▶ WHAT THE TASK ASKS: All the entries need to be quoted exactly, apart from the pictures, which you should drop.

▶ DATA SECTION:
== Segment start ==

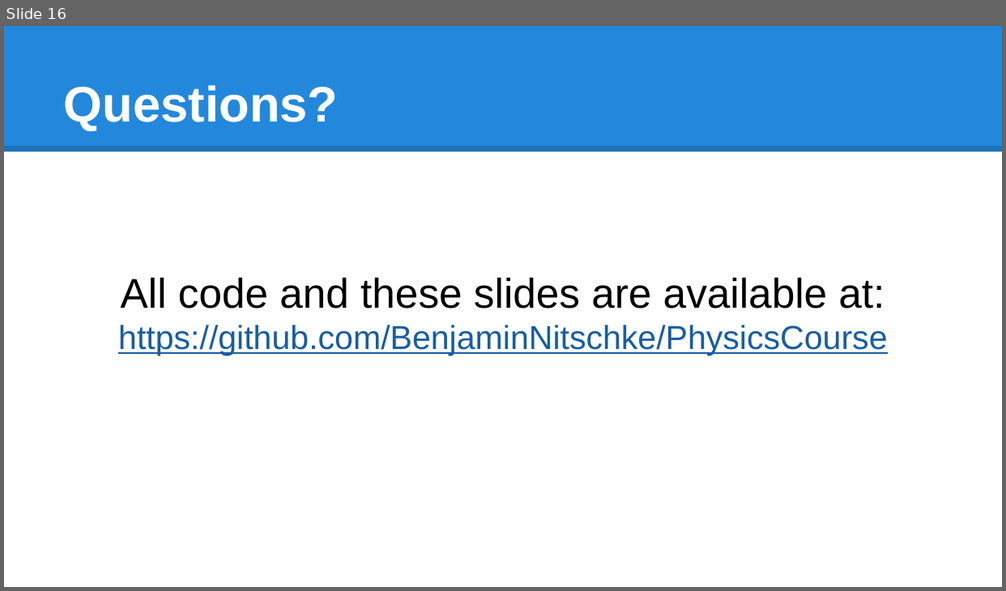
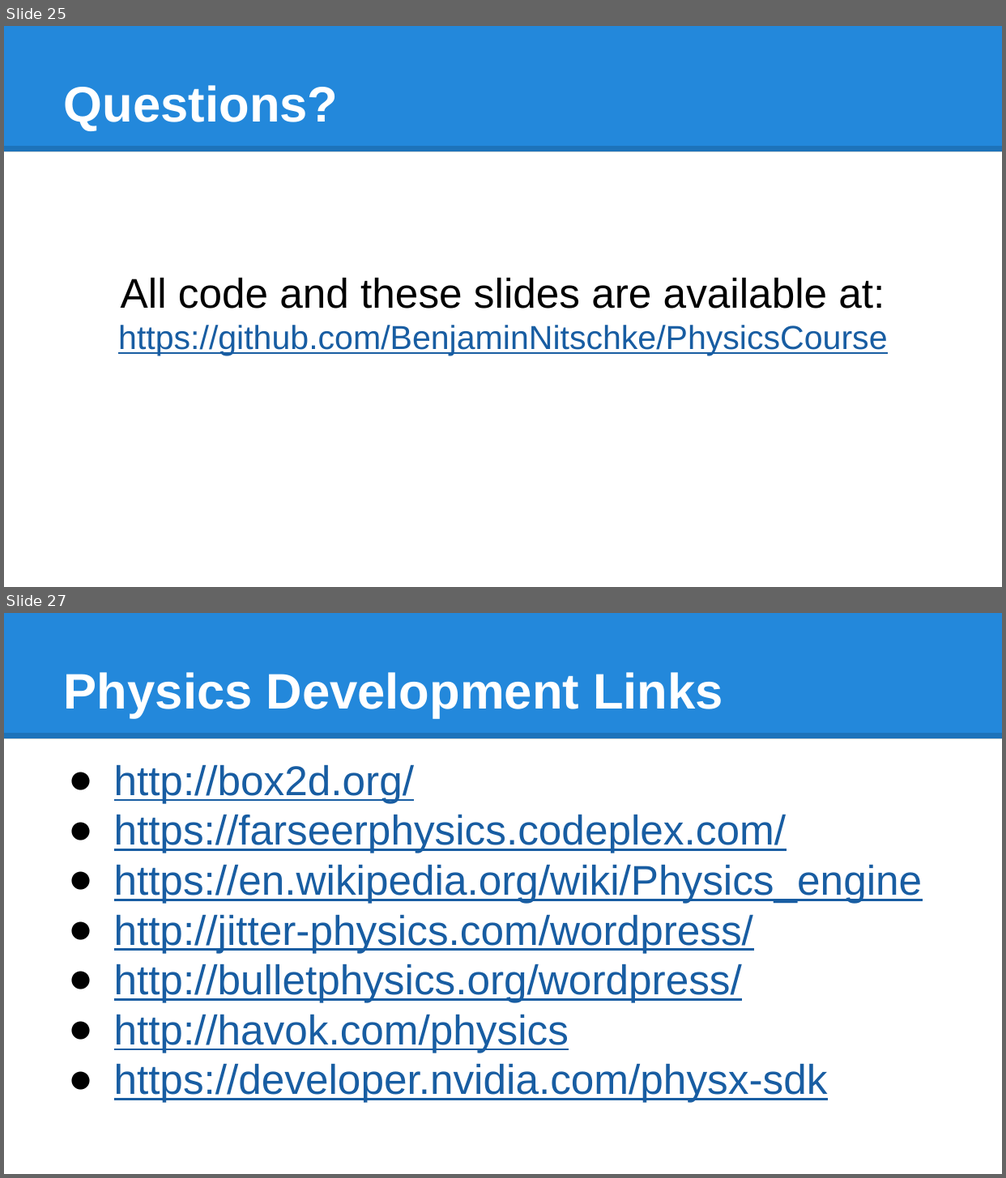
Before and after one commit to BenjaminNitschke/PhysicsCourse, a slide deck: Physics Course Games Academy July 2015.pptx. Shown one above the other, each under a label of ours: slide 16 before the commit, slides 25 and 27 after it; the slides between them are not shown. The pictures are 1006x591 and 1006x1178 pixels, drawn with LibreOffice and Linux fonts; fonts in the diff are those of the drawing. Boxes give left, top, right and bottom in pixels: in the first picture for what was removed or moved away, otherwise in the second. Text is boxed around its words. In the diff, an @@ line names an element or a change of style, - is before the commit and + after.

Commit message:
Updated Physics Slides to latest version

```diff
--- a/Physics Course Games Academy July 2015.pptx
+++ b/Physics Course Games Academy July 2015.pptx
@@ slide 27 added at (4,613,1002,1174), background #FFFFFF; not listed: 2 template elements that a slide beside it also shows @@
@@ title added at (64,672,723,718), 36 pt, text #FFFFFF, bold @@
+Physics Development Links
@@ text added at (114,764,923,1102), 30 pt, text #185DA2, underline @@
+● http://box2d.org/
+● https://farseerphysics.codeplex.com/
+● https://en.wikipedia.org/wiki/Physics_engine
+● http://jitter-physics.com/wordpress/
+● http://bulletphysics.org/wordpress/
+● http://havok.com/physics
+● https://developer.nvidia.com/physx-sdk
@@ what was slide 16 is now slide 25 @@
```
Also in this commit, not shown: 2 slides changed, 10 other slides added, 2 slides removed.

== Segment end ==

▶ ANSWER:
Before and after one commit to BenjaminNitschke/PhysicsCourse, a slide deck: Physics Course Games Academy July 2015.pptx. Shown one above the other, each under a label of ours: slide 16 before the commit, slides 25 and 27 after it; the slides between them are not shown. The pictures are 1006x591 and 1006x1178 pixels, drawn with LibreOffice and Linux fonts; fonts in the diff are those of the drawing. Boxes give left, top, right and bottom in pixels: in the first picture for what was removed or moved away, otherwise in the second. Text is boxed around its words. In the diff, an @@ line names an element or a change of style, - is before the commit and + after.

Commit message:
Updated Physics Slides to latest version

```diff
--- a/Physics Course Games Academy July 2015.pptx
+++ b/Physics Course Games Academy July 2015.pptx
@@ slide 27 added at (4,613,1002,1174), background #FFFFFF; not listed: 2 template elements that a slide beside it also shows @@
@@ title added at (64,672,723,718), 36 pt, text #FFFFFF, bold @@
+Physics Development Links
@@ text added at (114,764,923,1102), 30 pt, text #185DA2, underline @@
+● http://box2d.org/
+● https://farseerphysics.codeplex.com/
+● https://en.wikipedia.org/wiki/Physics_engine
+● http://jitter-physics.com/wordpress/
+● http://bulletphysics.org/wordpress/
+● http://havok.com/physics
+● https://developer.nvidia.com/physx-sdk
@@ what was slide 16 is now slide 25 @@
```
Also in this commit, not shown: 2 slides changed, 10 other slides added, 2 slides removed.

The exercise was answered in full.